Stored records

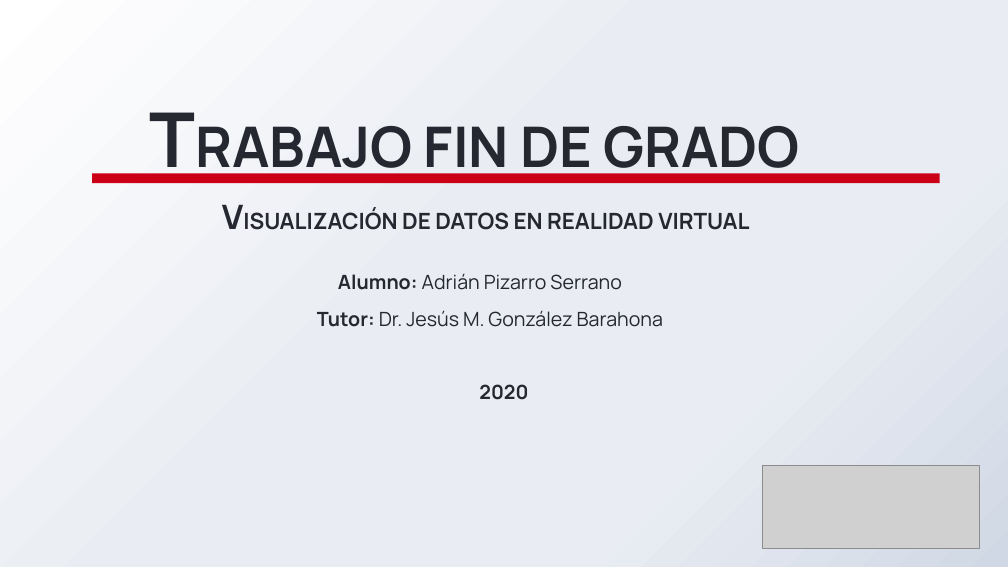
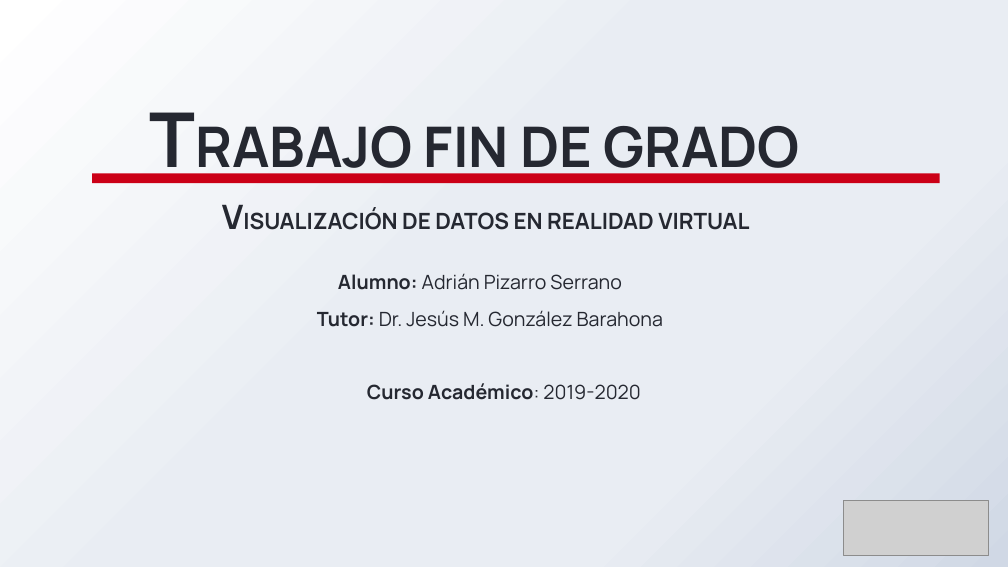
Before and after one commit to adrixp/MemoriaTFG-AdrianPizarroSerrano, a slide deck: slide 1 of PresentaciónTFG_Adrián_Pizarro_Serrano.pptx. Drawn at 1008x567 pixels with LibreOffice and Linux fonts; fonts in the diff are those of the drawing; grey boxes stand for pictures; background and template pictures are left out. Boxes give left, top, right and bottom in pixels: in the first picture for what was removed or moved away, otherwise in the second. Text is boxed around its words. In the diff, an @@ line names an element or a change of style, - is before the commit and + after.

```diff
--- a/PresentaciónTFG_Adrián_Pizarro_Serrano.pptx
+++ b/PresentaciónTFG_Adrián_Pizarro_Serrano.pptx
@@ text at box(367, 383, 640, 400): text changed @@
-2020
+Curso Académico: 2019-2020
@@ picture: place and size @@
-picture at box(762, 466, 980, 548)
+picture at box(843, 500, 989, 555)
```
Also in this commit, not shown: 13 other slides changed, 3 slides added, 1 slide removed, 1 other file.
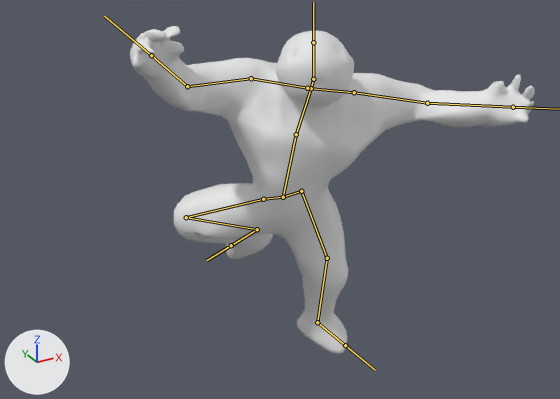
A saved change to the FBX model human_base.fbx.
One viewpoint serves both versions: a 50 mm camera at (-5.4, -9.72, 7.84) aimed at (-0.11, -0.09, 3.03). Every picture has the same lights, and +X, +Y and +Z are marked at lower left. Both versions are drawn at the pose saved in each file; the numbers are the values there. The bones that bend it are drawn over the model as lines.

Objects in the first picture: 'human_base'.
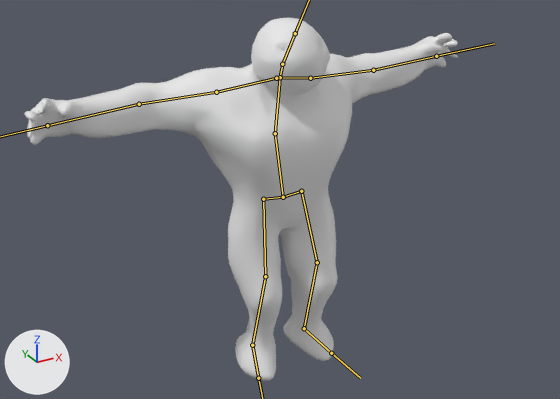
The change, as a diff of the scene's bpy script:
```diff
--- a/human_base.fbx.py
+++ b/human_base.fbx.py
@@ bone_bone @@
 bone_bone = bpy.data.objects['Armature'].pose.bones['Bone']
-bone_bone.rotation_quaternion = (0.981, 0.0, 0.049, -0.189)  # degrees (-1, 5, -22)
+bone_bone.rotation_quaternion = (1.0, 0.0, 0.0, 0.0)  # degrees (0, 0, 0)
@@ bone_bone_001 @@
 bone_bone_001 = bpy.data.objects['Armature'].pose.bones['Bone.001']  # child of 'Bone'
-bone_bone_001.rotation_quaternion = (0.96, 0.189, -0.143, 0.152)  # degrees (20, -19, 15)
+bone_bone_001.rotation_quaternion = (1.0, 0.0, 0.0, 0.0)  # degrees (0, 0, 0)
@@ bone_bone_003 @@
 bone_bone_003 = bpy.data.objects['Armature'].pose.bones['Bone.003']  # child of 'Bone.002'
-bone_bone_003.rotation_quaternion = (0.957, -0.264, 0.055, 0.102)  # degrees (-30, 9, 10)
+bone_bone_003.rotation_quaternion = (1.0, 0.0, 0.0, 0.0)  # degrees (0, 0, 0)
@@ bone_l_bone_010 @@
 bone_l_bone_010 = bpy.data.objects['Armature'].pose.bones['L_Bone.010']  # child of 'L_Bone.009'
-bone_l_bone_010.rotation_quaternion = (0.825, 0.168, -0.478, 0.25)  # degrees (5, -61, 31)
+bone_l_bone_010.rotation_quaternion = (0.957, -0.246, -0.023, 0.152)  # degrees (-29, 2, 18)
@@ bone_r_bone_009 @@
 bone_r_bone_009 = bpy.data.objects['Armature'].pose.bones['R_Bone.009']  # child of 'R_Bone.008'
-bone_r_bone_009.rotation_quaternion = (0.949, 0.305, -0.038, -0.065)  # degrees (36, -2, -8)
+bone_r_bone_009.rotation_quaternion = (1.0, 0.0, 0.0, 0.0)  # degrees (0, 0, 0)
@@ bone_r_bone_010 @@
 bone_r_bone_010 = bpy.data.objects['Armature'].pose.bones['R_Bone.010']  # child of 'R_Bone.009'
-bone_r_bone_010.rotation_quaternion = (0.89, -0.025, 0.139, -0.434)  # degrees (-10, 13, -53)
+bone_r_bone_010.rotation_quaternion = (0.973, -0.212, 0.027, -0.091)  # degrees (-25, 1, -11)
@@ bone_l_bone_005 @@
 bone_l_bone_005 = bpy.data.objects['Armature'].pose.bones['L_Bone.005']  # child of 'L_Bone.004'
-bone_l_bone_005.rotation_quaternion = (1.0, 0.0, 0.0, 0.0)  # degrees (0, 0, 0)
+bone_l_bone_005.rotation_quaternion = (0.997, -0.076, -0.017, 0.02)  # degrees (-9, -2, 2)
@@ bone_l_bone_006 @@
 bone_l_bone_006 = bpy.data.objects['Armature'].pose.bones['L_Bone.006']  # child of 'L_Bone.005'
-bone_l_bone_006.rotation_quaternion = (1.0, 0.0, 0.0, 0.0)  # degrees (0, 0, 0)
+bone_l_bone_006.rotation_quaternion = (0.998, 0.051, -0.017, -0.012)  # degrees (6, -2, -1)
@@ bone_r_bone_005 @@
 bone_r_bone_005 = bpy.data.objects['Armature'].pose.bones['R_Bone.005']  # child of 'R_Bone.004'
-bone_r_bone_005.rotation_quaternion = (0.667, 0.538, 0.491, 0.157)  # degrees (94, 29, 58)
+bone_r_bone_005.rotation_quaternion = (0.995, -0.094, 0.02, -0.024)  # degrees (-11, 2, -3)
@@ bone_r_bone_006 @@
 bone_r_bone_006 = bpy.data.objects['Armature'].pose.bones['R_Bone.006']  # child of 'R_Bone.005'
-bone_r_bone_006.rotation_quaternion = (0.668, 0.192, -0.073, -0.715)  # degrees (22, 10, -92)
+bone_r_bone_006.rotation_quaternion = (0.999, 0.045, 0.015, 0.01)  # degrees (5, 2, 1)
```

Pixel boxes (x1, y1, x2, y2) of what changed, in the pictures (560 x 399 px):
'human_base', posed (7% wider, 11% taller): before (130, 26, 535, 354); after (24, 18, 458, 381)
bone 'Bone', root to tip: before (283, 197) to (296, 134); after (283, 197) to (275, 133)
bone 'Bone.001', root to tip: before (296, 134) to (311, 88); after (275, 133) to (280, 77)
bone 'Bone.003', root to tip: before (313, 79) to (313, 42); after (282, 64) to (295, 33)
bone 'L_Bone.010', root to tip: before (427, 103) to (513, 107); after (373, 70) to (436, 56)
bone 'R_Bone.009', root to tip: before (251, 78) to (187, 86); after (216, 92) to (139, 104)
bone 'R_Bone.010', root to tip: before (187, 86) to (151, 55); after (139, 104) to (47, 125)
bone 'L_Bone.005', root to tip: before (301, 191) to (327, 258); after (301, 191) to (317, 262)
bone 'L_Bone.006', root to tip: before (327, 258) to (317, 322); after (317, 262) to (304, 328)
bone 'R_Bone.005', root to tip: before (263, 199) to (186, 217); after (263, 199) to (265, 276)
bone 'R_Bone.006', root to tip: before (186, 217) to (257, 229); after (265, 276) to (252, 345)

* _WHAT THE TASK REQUIRES_
Copy, from the data above, every line where the word "slide" appears.

* _RESULT FOR THIS TASK_
Before and after one commit to adrixp/MemoriaTFG-AdrianPizarroSerrano, a slide deck: slide 1 of PresentaciónTFG_Adrián_Pizarro_Serrano.pptx. Drawn at 1008x567 pixels with LibreOffice and Linux fonts; fonts in the diff are those of the drawing; grey boxes stand for pictures; background and template pictures are left out. Boxes give left, top, right and bottom in pixels: in the first picture for what was removed or moved away, otherwise in the second. Text is boxed around its words. In the diff, an @@ line names an element or a change of style, - is before the commit and + after.
Also in this commit, not shown: 13 other slides changed, 3 slides added, 1 slide removed, 1 other file.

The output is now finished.